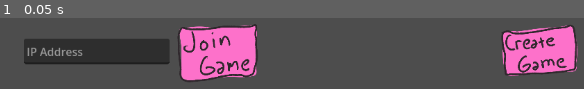
Above: before the commit, frame 1.
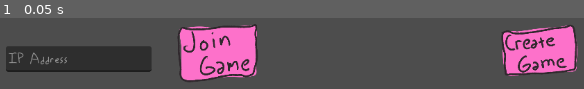
Above: after the commit, the same moment.

Repository: maxrchung/ride_in_the_rain
Game: Godot game, scene res://start.tscn
Same seed, same stepped clock (60 frames per second), same inputs: the game is played once before the commit and once after it.
Inputs:
- Up to frame 1 (0.05 s): no input

The runs differ from the first frame. In frame 1, 7.1% of the frame differs, in the area x 1-30%, y 29-77%.

Commit message:
improve UI even more

Diff:
--- /dev/null
+++ b/default_font.tres
@@ -0,0 +1,8 @@
+[gd_resource type="LabelSettings" load_steps=2 format=3 uid="uid://cuiayxv1yxm7a"]
+
+[ext_resource type="FontFile" uid="uid://c0xtjilmrp2ih" path="res://assets/fonts/JulieHandwriting.ttf" id="1_5ahxw"]
+
+[resource]
+font = ExtResource("1_5ahxw")
+font_size = 48
+font_color = Color(0.972549, 0.486275, 0.831373, 1)
--- /dev/null
+++ b/default_ui_theme.tres
@@ -0,0 +1,7 @@
+[gd_resource type="Theme" load_steps=2 format=3 uid="uid://ckvowov5bcv6l"]
+
+[ext_resource type="FontFile" uid="uid://c0xtjilmrp2ih" path="res://assets/fonts/JulieHandwriting.ttf" id="1_5sx4b"]
+
+[resource]
+default_font = ExtResource("1_5sx4b")
+default_font_size = 24
--- a/maps/test_map.tscn
+++ b/maps/test_map.tscn
@@ -1,9 +1,11 @@
-[gd_scene load_steps=23 format=3 uid="uid://bboibipxo6flu"]
+[gd_scene load_steps=25 format=3 uid="uid://bboibipxo6flu"]
 
 [ext_resource type="Script" path="res://maps/test_map.gd" id="1_0a3d1"]
 [ext_resource type="PackedScene" uid="uid://c7k5ww22arkk2" path="res://gameobjects/bicycle.tscn" id="1_edykj"]
 [ext_resource type="Shader" path="res://shaders/postprocess.gdshader" id="3_a57eh"]
 [ext_resource type="Texture2D" uid="uid://djytkt442qiqt" path="res://icon.svg" id="4_8if12"]
+[ext_resource type="Theme" uid="uid://ckvowov5bcv6l" path="res://default_ui_theme.tres" id="5_ee383"]
+[ext_resource type="LabelSettings" uid="uid://cuiayxv1yxm7a" path="res://default_font.tres" id="5_evluj"]
 [ext_resource type="Script" path="res://maps/minimap.gd" id="5_ey4rv"]
 [ext_resource type="Texture2D" uid="uid://cb8ixjsjmdt27" path="res://minimap.png" id="5_vosp2"]
 [ext_resource type="Shader" path="res://maps/minimap.gdshader" id="6_2phuh"]
@@ -116,6 +118,7 @@
 offset_right = 492.0
 offset_bottom = 183.0
 text = "Hey you won congrats"
+label_settings = ExtResource("5_evluj")
 
 [node name="PlayAgainButton" type="Button" parent="WinUi"]
 visible = false
@@ -123,6 +126,7 @@
 offset_top = 229.0
 offset_right = 407.0
 offset_bottom = 260.0
+theme = ExtResource("5_ee383")
 text = "Play again"
 
 [node name="LeaveButton" type="Button" parent="WinUi"]
@@ -130,6 +134,7 @@
 offset_top = 246.0
 offset_right = 515.0
 offset_bottom = 277.0
+theme = ExtResource("5_ee383")
 text = "Leave"
 
 [node name="LoseUi" type="CanvasLayer" parent="."]
@@ -175,32 +180,36 @@
 [node name="Hud" type="CanvasLayer" parent="."]
 
 [node name="SpeedLabel" type="Label" parent="Hud"]
-offset_left = 30.0
-offset_top = 49.0
-offset_right = 82.0
-offset_bottom = 72.0
+offset_left = 26.0
+offset_top = 57.0
+offset_right = 111.0
+offset_bottom = 108.0
 text = "Speed:"
+label_settings = ExtResource("5_evluj")
 
 [node name="SpeedText" type="Label" parent="Hud"]
-offset_left = 98.0
-offset_top = 50.0
-offset_right = 138.0
-offset_bottom = 73.0
+offset_left = 131.0
+offset_top = 67.0
+offset_right = 171.0
+offset_bottom = 116.0
 text = "0"
+label_settings = ExtResource("5_evluj")
 
 [node name="TimeLabel" type="Label" parent="Hud"]
-offset_left = 133.0
-offset_top = 14.0
-offset_right = 176.0
-offset_bottom = 37.0
+offset_left = 31.0
+offset_top = 8.0
+offset_right = 112.0
+offset_bottom = 59.0
 text = "Time:"
+label_settings = ExtResource("5_evluj")
 
 [node name="TimeText" type="Label" parent="Hud"]
-offset_left = 189.0
+offset_left = 139.0
 offset_top = 17.0
-offset_right = 229.0
-offset_bottom = 40.0
+offset_right = 179.0
+offset_bottom = 66.0
 text = "0"
+label_settings = ExtResource("5_evluj")
 
 [node name="StartLabel" type="Label" parent="Hud"]
 visible = false
@@ -209,6 +218,7 @@
 offset_right = 537.0
 offset_bottom = 272.0
 text = "3"
+label_settings = ExtResource("5_evluj")
 
 [node name="FinishLabel" type="Label" parent="Hud"]
 visible = false
@@ -217,6 +227,7 @@
 offset_right = 568.0
 offset_bottom = 303.0
 text = "FINISH!"
+label_settings = ExtResource("5_evluj")
 
 [node name="TextureRect" type="TextureRect" parent="Hud"]
 offset_left = 23.0
--- a/start.tscn
+++ b/start.tscn
@@ -1,12 +1,12 @@
-[gd_scene load_steps=7 format=3 uid="uid://0mueab7w8f21"]
+[gd_scene load_steps=8 format=3 uid="uid://0mueab7w8f21"]
 
 [ext_resource type="Script" path="res://start.gd" id="1_u02kx"]
 [ext_resource type="Texture2D" uid="uid://cuv4gbgva6c1a" path="res://assets/ui/btn_create_game.png" id="2_x0q0c"]
 [ext_resource type="Texture2D" uid="uid://cip1sn2wflgem" path="res://assets/ui/btn_start_game.png" id="3_38bn3"]
 [ext_resource type="Texture2D" uid="uid://bhn7j2ssbui2d" path="res://assets/ui/btn_join_game.png" id="3_hde24"]
 [ext_resource type="Texture2D" uid="uid://c6kqt565xga07" path="res://assets/ui/btn_leave_game.png" id="4_5v2yp"]
-
-[sub_resource type="Theme" id="Theme_vnyu2"]
+[ext_resource type="Theme" uid="uid://ckvowov5bcv6l" path="res://default_ui_theme.tres" id="6_vq6qa"]
+[ext_resource type="LabelSettings" uid="uid://cuiayxv1yxm7a" path="res://default_font.tres" id="7_l8gfs"]
 
 [node name="Game" type="CanvasLayer"]
 script = ExtResource("1_u02kx")
@@ -46,11 +46,11 @@
 texture_normal = ExtResource("3_hde24")
 
 [node name="IpInput" type="LineEdit" parent="."]
-offset_left = 121.0
-offset_top = 395.0
-offset_right = 331.0
-offset_bottom = 432.0
-theme = SubResource("Theme_vnyu2")
+offset_left = 95.0
+offset_top = 406.0
+offset_right = 305.0
+offset_bottom = 443.0
+theme = ExtResource("6_vq6qa")
 placeholder_text = "IP Address"
 
 [node name="WaitingText" type="Label" parent="."]
@@ -60,6 +60,7 @@
 offset_right = 639.0
 offset_bottom = 70.0
 text = "Waiting..."
+label_settings = ExtResource("7_l8gfs")
 
 [node name="PlayersCount" type="Label" parent="."]
 visible = false
@@ -68,6 +69,7 @@
 offset_right = 96.0
 offset_bottom = 49.0
 text = "Players: "
+label_settings = ExtResource("7_l8gfs")
 
 [connection signal="pressed" from="CreateButton" to="." method="_on_create_button_pressed"]
 [connection signal="pressed" from="StartButton" to="." method="_on_start_button_pressed"]
Binary file added: assets/fonts/JulieHandwriting.ttf
Not shown, added: assets/fonts/JulieHandwriting.ttf.import
Not shown: 1 places in track_01.tscn that only renumber resources

● ● ● ● ●

YOUR ASSIGNMENT.
Extract every line containing the string "Shader" from the data above.

ANSWER FOR THIS EXERCISE.
 [ext_resource type="Shader" path="res://shaders/postprocess.gdshader" id="3_a57eh"]
 [ext_resource type="Shader" path="res://maps/minimap.gdshader" id="6_2phuh"]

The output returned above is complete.